Combining (148, 150), we deduce that

$$\begin{aligned} \displaystyle \int _{\Omega }J_{k}( v( t) -u( t) )dx + \underset{N\rightarrow \infty }{\lim }\underset{h\rightarrow \infty }{\lim } II^{N}( k,h) \le 0. \end{aligned}$$

By applying the same technique used in the proof of the uniqueness theorem (3.6), we prove that

$$\begin{aligned} \underset{N\rightarrow \infty }{\lim }\underset{h\rightarrow \infty }{\lim } II^{N}( k,h) \ge 0 \end{aligned}$$

then

$$\begin{aligned} \displaystyle \int _{\Omega }J_{k}( v( t) -u( t) )dx \le 0, \end{aligned}$$

since \(\lim\nolimits_{k \rightarrow 0}\frac{J_{k}( s) }{k} =\left| s\right|\), then \(\lim\nolimits_{k \rightarrow 0}\frac{ J_{k}( v( t) -u( t) ) }{k}=\left| v( t) -u( t) \right|\).
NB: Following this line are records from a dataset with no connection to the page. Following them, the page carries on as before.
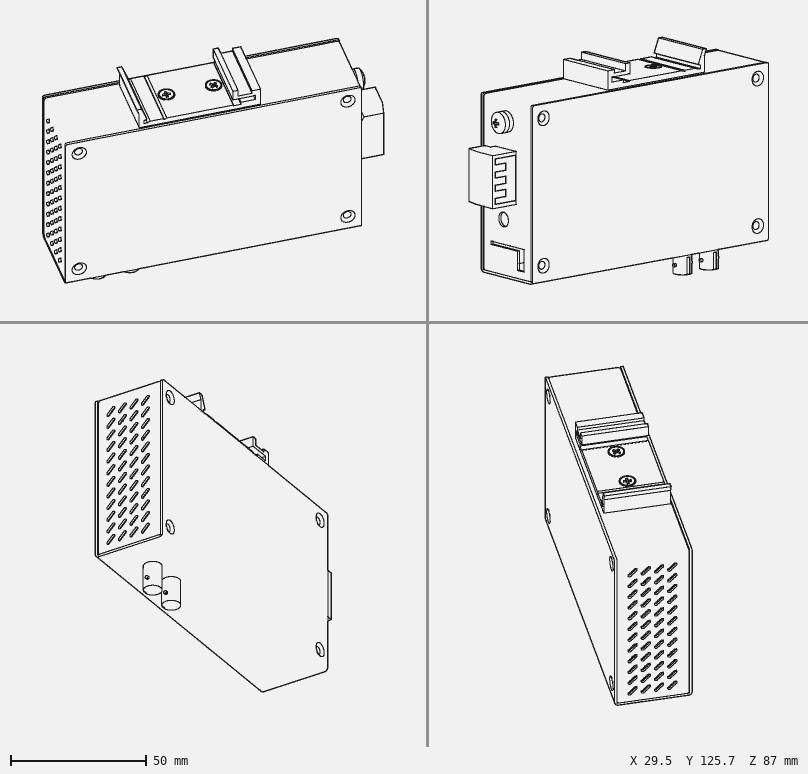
import cadquery as cq
import math

EPS = 0.1

CASE_WIDTH = 29.5
CASE_LENGTH = 114.4
CASE_HEIGHT = 67.9
SHEET = 1.0
COVER_BEND_RADIUS = 1.5
COVER_CORNER_RADIUS = 0.8
SHELL_BEND_RADIUS = 1.1
SHELL_WIDTH = CASE_WIDTH - 2 * SHEET

SINK_DIAMETER = 5.5
SINK_HOLE_DIAMETER = 3.0
SINK_END_INSET = 5.3
SINK_LOW_Z = 6.5
SINK_HIGH_Z = 62.5

VENT_COLUMNS = 4
VENT_ROWS = 12
VENT_PITCH = 5.0
VENT_LENGTH = 4.4
VENT_WIDTH = 1.3
VENT_ANGLE = 45
VENT_CENTRE_X = -0.4
VENT_CENTRE_Z = 33.5

LAMP_HOLE_DIAMETER = 5.5
LAMP_HOLE_X = 1.9
LAMP_HOLE_Z = 22.0
WINDOW_LEFT_X = -9.8
WINDOW_RIGHT_X = 9.2
WINDOW_TOP_Z = 12.6
WINDOW_LEG_WIDTH = 3.8
WINDOW_BAR_HEIGHT = 1.3
WINDOW_HEIGHT = 8.5

BRACKET_WIDTH = 25.4
BRACKET_X = 0.5
BRACKET_BACK_Y = 75.8
BRACKET_FRONT_Y = 28.9
BRACKET_HEIGHT = 8.8
BRACKET_PLATE = 2.1

PLATE_SCREW_X = 0.1
PLATE_SCREW_HEAD_DIAMETER = 6.2
PLATE_SCREW_HEAD_CHAMFER = 0.4
PLATE_SCREW_HEAD_HEIGHT = 1.3
PLATE_SCREW_SHANK_DIAMETER = 3.0
PLATE_SCREW_SHANK_LENGTH = 3.8
PLATE_SCREWS = [(61.6, 45), (43.4, 0)]

CROSS_LENGTH = 3.0
CROSS_ARM_WIDTH = 0.8
CROSS_DEPTH = 0.8

GROUND_X = 0.3
GROUND_Z = 59.5
GROUND_DIAMETER = 8.0
GROUND_WASHER_THICKNESS = 1.9
GROUND_HEAD_HEIGHT = 2.0
GROUND_DOME_HEIGHT = 1.5
GROUND_SHANK_DIAMETER = 3.8
GROUND_SHANK_LENGTH = 5.0

TERMINAL_LEFT_X = -5.3
TERMINAL_STEM_RIGHT_X = 6.5
TERMINAL_RIGHT_X = 9.9
TERMINAL_BOTTOM_Z = 28.9
TERMINAL_HEIGHT = 20.1
TERMINAL_REACH = 11.3
TERMINAL_SLOPE_START_X = 4.0
TERMINAL_SLOPE_DROP = 1.3
TERMINAL_LATCH_GAP = 1.1
TERMINAL_RAMP_LENGTH = 1.3
TERMINAL_RAMP_DROP = 2.5

COMB_DEPTH = 0.4
COMB_BASE_REACH = 4.8
COMB_TOOTH_REACH = 9.9
COMB_TEETH = 4
COMB_TOOTH_WIDTH = 2.3
COMB_HEIGHT = 17.2

CONNECTOR_DIAMETER = 7.0
CONNECTOR_LENGTH = 10.3
CONNECTOR_YS = [29.3, 16.5]
KEYWAY_WIDTH = 1.3
KEYWAY_LENGTH = 6.5
KEYWAY_DEPTH = 0.3
LUG_DIAMETER = 1.3
LUG_SPAN = 8.5
LUG_DROP = 6.8


def box(x0, x1, y0, y1, z0, z1):
    """Box between two opposite corners."""
    return cq.Workplane("XY").box(x1 - x0, y1 - y0, z1 - z0, centered=False).translate((x0, y0, z0))


def cylinder_up(diameter, height, x, y, z):
    """Cylinder that rises along +Z from (x, y, z)."""
    return cq.Workplane("XY").circle(diameter / 2).extrude(height).translate((x, y, z))


def cylinder_back(diameter, length, x, y, z):
    """Cylinder that runs along +Y from (x, y, z)."""
    return cq.Workplane("XZ").circle(diameter / 2).extrude(-length).translate((x, y, z))


def cross_recess(turn):
    """Cross-shaped cutter below the XY plane, turned about Z."""
    arm = cq.Workplane("XY").rect(CROSS_LENGTH, CROSS_ARM_WIDTH).extrude(-CROSS_DEPTH)
    other_arm = arm.rotate((0, 0, 0), (0, 0, 1), 90)
    return arm.union(other_arm).rotate((0, 0, 0), (0, 0, 1), turn)


def make_cover():
    half = CASE_WIDTH / 2
    cover = box(-half, half, 0, CASE_LENGTH, 0, CASE_HEIGHT)
    cover = cover.edges("|Y and <Z").fillet(COVER_BEND_RADIUS)
    cover = cover.edges("|X and >Z").fillet(COVER_CORNER_RADIUS)
    inner_half = SHELL_WIDTH / 2
    cover = cover.cut(box(-inner_half, inner_half, -EPS, CASE_LENGTH + EPS, SHEET, CASE_HEIGHT + EPS))
    for y in (SINK_END_INSET, CASE_LENGTH - SINK_END_INSET):
        for z in (SINK_LOW_Z, SINK_HIGH_Z):
            cone = cq.Solid.makeCone(
                SINK_DIAMETER / 2, SINK_HOLE_DIAMETER / 2, SHEET, cq.Vector(-half, y, z), cq.Vector(1, 0, 0)
            )
            cover = cover.cut(cq.Workplane(cone))
            cover = cover.cut(cq.Workplane(cone.mirror("YZ")))
    for y in CONNECTOR_YS:
        cover = cover.cut(cylinder_up(CONNECTOR_DIAMETER, SHEET + 2 * EPS, 0, y, -EPS))
    return cover


def vent_slots():
    centres = [
        (
            VENT_CENTRE_X + (column - (VENT_COLUMNS - 1) / 2) * VENT_PITCH,
            VENT_CENTRE_Z + (row - (VENT_ROWS - 1) / 2) * VENT_PITCH,
        )
        for column in range(VENT_COLUMNS)
        for row in range(VENT_ROWS)
    ]
    slots = cq.Workplane("XZ").pushPoints(centres).slot2D(VENT_LENGTH, VENT_WIDTH, VENT_ANGLE)
    return slots.extrude(-(SHEET + EPS))


def back_openings():
    """Cutters through the +Y wall: lamp hole, L-shaped window, ground screw hole, terminal opening."""
    y0 = CASE_LENGTH - SHEET - EPS
    y1 = CASE_LENGTH + EPS
    lamp_hole = cylinder_back(LAMP_HOLE_DIAMETER, y1 - y0, LAMP_HOLE_X, y0, LAMP_HOLE_Z)
    bar_bottom = WINDOW_TOP_Z - WINDOW_BAR_HEIGHT
    window_bar = box(WINDOW_LEFT_X, WINDOW_RIGHT_X, y0, y1, bar_bottom, WINDOW_TOP_Z)
    leg_right = WINDOW_LEFT_X + WINDOW_LEG_WIDTH
    window_leg = box(WINDOW_LEFT_X, leg_right, y0, y1, WINDOW_TOP_Z - WINDOW_HEIGHT, WINDOW_TOP_Z)
    ground_hole = cylinder_back(GROUND_SHANK_DIAMETER, y1 - y0, GROUND_X, y0, GROUND_Z)
    terminal_top = TERMINAL_BOTTOM_Z + TERMINAL_HEIGHT
    terminal_opening = box(TERMINAL_LEFT_X, TERMINAL_STEM_RIGHT_X, y0, y1, TERMINAL_BOTTOM_Z, terminal_top)
    return [lamp_hole, window_bar, window_leg, ground_hole, terminal_opening]


def make_shell():
    half = SHELL_WIDTH / 2
    shell = box(-half, half, 0, CASE_LENGTH, SHEET, CASE_HEIGHT)
    shell = shell.edges("|Z or >Z").fillet(SHELL_BEND_RADIUS)
    shell = shell.cut(
        box(-half + SHEET, half - SHEET, SHEET, CASE_LENGTH - SHEET, SHEET - EPS, CASE_HEIGHT - SHEET)
    )
    shell = shell.cut(vent_slots())
    for cutter in back_openings():
        shell = shell.cut(cutter)
    for y, _ in PLATE_SCREWS:
        hole = cylinder_up(PLATE_SCREW_SHANK_DIAMETER, SHEET + 2 * EPS, PLATE_SCREW_X, y,
                           CASE_HEIGHT - SHEET - EPS)
        shell = shell.cut(hole)
    return shell


def make_bracket():
    profile = [
        (BRACKET_FRONT_Y, 0),
        (BRACKET_BACK_Y, 0),
        (BRACKET_BACK_Y, 7.3),
        (72.5, 7.3),
        (72.5, 6.0),
        (67.2, 6.0),
        (67.2, BRACKET_HEIGHT),
        (65.1, BRACKET_HEIGHT),
        (65.1, 4.7),
        (73.8, 4.7),
        (73.8, 2.8),
        (68.3, 2.8),
        (68.3, 1.8),
        (65.4, 1.8),
        (65.4, BRACKET_PLATE),
        (39.6, BRACKET_PLATE),
        (38.5, 1.6),
        (38.5, BRACKET_PLATE),
        (33.2, BRACKET_PLATE),
        (32.1, 1.6),
        (30.8, 1.6),
        (30.8, 2.9),
        (32.0, 3.4),
        (29.8, BRACKET_HEIGHT),
        (27.9, BRACKET_HEIGHT),
        (BRACKET_FRONT_Y, 6.3),
    ]
    bracket = cq.Workplane("YZ").polyline(profile).close().extrude(BRACKET_WIDTH)
    bracket = bracket.translate((BRACKET_X - BRACKET_WIDTH / 2, 0, CASE_HEIGHT))
    top = CASE_HEIGHT + BRACKET_PLATE
    for y, _ in PLATE_SCREWS:
        pocket_bottom = top - PLATE_SCREW_HEAD_HEIGHT
        pocket_height = PLATE_SCREW_HEAD_HEIGHT + EPS
        bracket = bracket.cut(
            cylinder_up(PLATE_SCREW_HEAD_DIAMETER, pocket_height, PLATE_SCREW_X, y, pocket_bottom)
        )
        bracket = bracket.cut(
            cylinder_up(PLATE_SCREW_SHANK_DIAMETER, BRACKET_PLATE, PLATE_SCREW_X, y, CASE_HEIGHT)
        )
    return bracket


def make_plate_screw(y, turn):
    """Bracket screw with its head flush with the bracket plate."""
    head = cylinder_up(PLATE_SCREW_HEAD_DIAMETER, PLATE_SCREW_HEAD_HEIGHT, 0, 0, -PLATE_SCREW_HEAD_HEIGHT)
    head = head.faces(">Z").chamfer(PLATE_SCREW_HEAD_CHAMFER)
    shank_bottom = -PLATE_SCREW_HEAD_HEIGHT - PLATE_SCREW_SHANK_LENGTH
    shank = cylinder_up(PLATE_SCREW_SHANK_DIAMETER, PLATE_SCREW_SHANK_LENGTH, 0, 0, shank_bottom)
    screw = head.union(shank).cut(cross_recess(turn))
    return screw.translate((PLATE_SCREW_X, y, CASE_HEIGHT + BRACKET_PLATE))


def make_ground_washer():
    ring = cq.Workplane("XZ").circle(GROUND_DIAMETER / 2).circle(GROUND_SHANK_DIAMETER / 2)
    return ring.extrude(-GROUND_WASHER_THICKNESS).translate((GROUND_X, CASE_LENGTH, GROUND_Z))


def make_ground_screw():
    """Domed screw, turned about Z with its head seat at Z = 0 and then laid along +Y."""
    radius = GROUND_DIAMETER / 2
    rise = GROUND_DOME_HEIGHT
    dome_radius = (radius**2 + rise**2) / (2 * rise)
    half_angle = math.asin(radius / dome_radius) / 2
    top = GROUND_HEAD_HEIGHT + rise
    dome_centre_z = top - dome_radius
    dome_middle = (dome_radius * math.sin(half_angle), dome_centre_z + dome_radius * math.cos(half_angle))
    head = (
        cq.Workplane("XZ")
        .lineTo(radius, 0)
        .lineTo(radius, GROUND_HEAD_HEIGHT)
        .threePointArc(dome_middle, (0, top))
        .close()
        .revolve(360, (0, 0, 0), (0, 1, 0))
    )
    shank = cylinder_up(GROUND_SHANK_DIAMETER, GROUND_SHANK_LENGTH, 0, 0, -GROUND_SHANK_LENGTH)
    screw = head.union(shank).cut(cross_recess(0).translate((0, 0, top)))
    screw = screw.rotate((0, 0, 0), (1, 0, 0), -90)
    return screw.translate((GROUND_X, CASE_LENGTH + GROUND_WASHER_THICKNESS, GROUND_Z))


def comb_recess():
    """Cutter for the shallow comb-shaped recess in the -X side, with its teeth pointing to +Y."""
    x0 = TERMINAL_LEFT_X
    x1 = x0 + COMB_DEPTH
    z0 = TERMINAL_BOTTOM_Z + (TERMINAL_HEIGHT - COMB_HEIGHT) / 2
    comb = box(x0, x1, CASE_LENGTH, CASE_LENGTH + COMB_BASE_REACH, z0, z0 + COMB_HEIGHT)
    pitch = (COMB_HEIGHT - COMB_TOOTH_WIDTH) / (COMB_TEETH - 1)
    for tooth in range(COMB_TEETH):
        tooth_z = z0 + tooth * pitch
        comb = comb.union(
            box(x0, x1, CASE_LENGTH, CASE_LENGTH + COMB_TOOTH_REACH, tooth_z, tooth_z + COMB_TOOTH_WIDTH)
        )
    return comb


def latch_ramp():
    """Wedge cutter that slopes the top of the overhang down towards the case."""
    top = TERMINAL_BOTTOM_Z + TERMINAL_HEIGHT
    latch_y = CASE_LENGTH + TERMINAL_LATCH_GAP
    triangle = [(latch_y, top), (latch_y + TERMINAL_RAMP_LENGTH, top), (latch_y, top - TERMINAL_RAMP_DROP)]
    wedge = cq.Workplane("YZ").polyline(triangle).close().extrude(TERMINAL_RIGHT_X - TERMINAL_STEM_RIGHT_X)
    return wedge.translate((TERMINAL_STEM_RIGHT_X, 0, 0))


def make_terminal():
    end_y = CASE_LENGTH + TERMINAL_REACH
    latch_y = CASE_LENGTH + TERMINAL_LATCH_GAP
    inner_y = CASE_LENGTH - SHEET
    outline = [
        (TERMINAL_LEFT_X, inner_y),
        (TERMINAL_LEFT_X, end_y),
        (TERMINAL_SLOPE_START_X, end_y),
        (TERMINAL_RIGHT_X, end_y - TERMINAL_SLOPE_DROP),
        (TERMINAL_RIGHT_X, latch_y),
        (TERMINAL_STEM_RIGHT_X, latch_y),
        (TERMINAL_STEM_RIGHT_X, inner_y),
    ]
    terminal = cq.Workplane("XY").polyline(outline).close().extrude(TERMINAL_HEIGHT)
    terminal = terminal.translate((0, 0, TERMINAL_BOTTOM_Z))
    return terminal.cut(comb_recess()).cut(latch_ramp())


def make_connector(y):
    """Bayonet barrel through the floor, with two side lugs and a keyway on its -X side."""
    radius = CONNECTOR_DIAMETER / 2
    barrel = cylinder_up(CONNECTOR_DIAMETER, CONNECTOR_LENGTH + SHEET, 0, 0, -CONNECTOR_LENGTH)
    lugs = cylinder_back(LUG_DIAMETER, LUG_SPAN, 0, -LUG_SPAN / 2, -LUG_DROP)
    keyway = box(-radius - EPS, -radius + KEYWAY_DEPTH, -KEYWAY_WIDTH / 2, KEYWAY_WIDTH / 2,
                 -CONNECTOR_LENGTH, -CONNECTOR_LENGTH + KEYWAY_LENGTH)
    return barrel.union(lugs).cut(keyway).translate((0, y, 0))


cover = make_cover()
shell = make_shell()
bracket = make_bracket()
plate_screws = [make_plate_screw(y, turn) for y, turn in PLATE_SCREWS]
ground_washer = make_ground_washer()
ground_screw = make_ground_screw()
terminal = make_terminal()
connectors = [make_connector(y) for y in CONNECTOR_YS]

result = cq.Compound.makeCompound(
    [
        cover.val(),
        shell.val(),
        bracket.val(),
        *[screw.val() for screw in plate_screws],
        ground_washer.val(),
        ground_screw.val(),
        terminal.val(),
        *[connector.val() for connector in connectors],
    ]
)

Therefore, according to Fatou’s lemma, we obtain

$$\begin{aligned} \Vert v(t)-u(t)\Vert _{1}\le 0 \forall t\in \left[ 0,T \right] . \end{aligned}$$

Hence the uniqueness of the entropy solution of the problem (1), and the proof of theorem (3.9) is complete.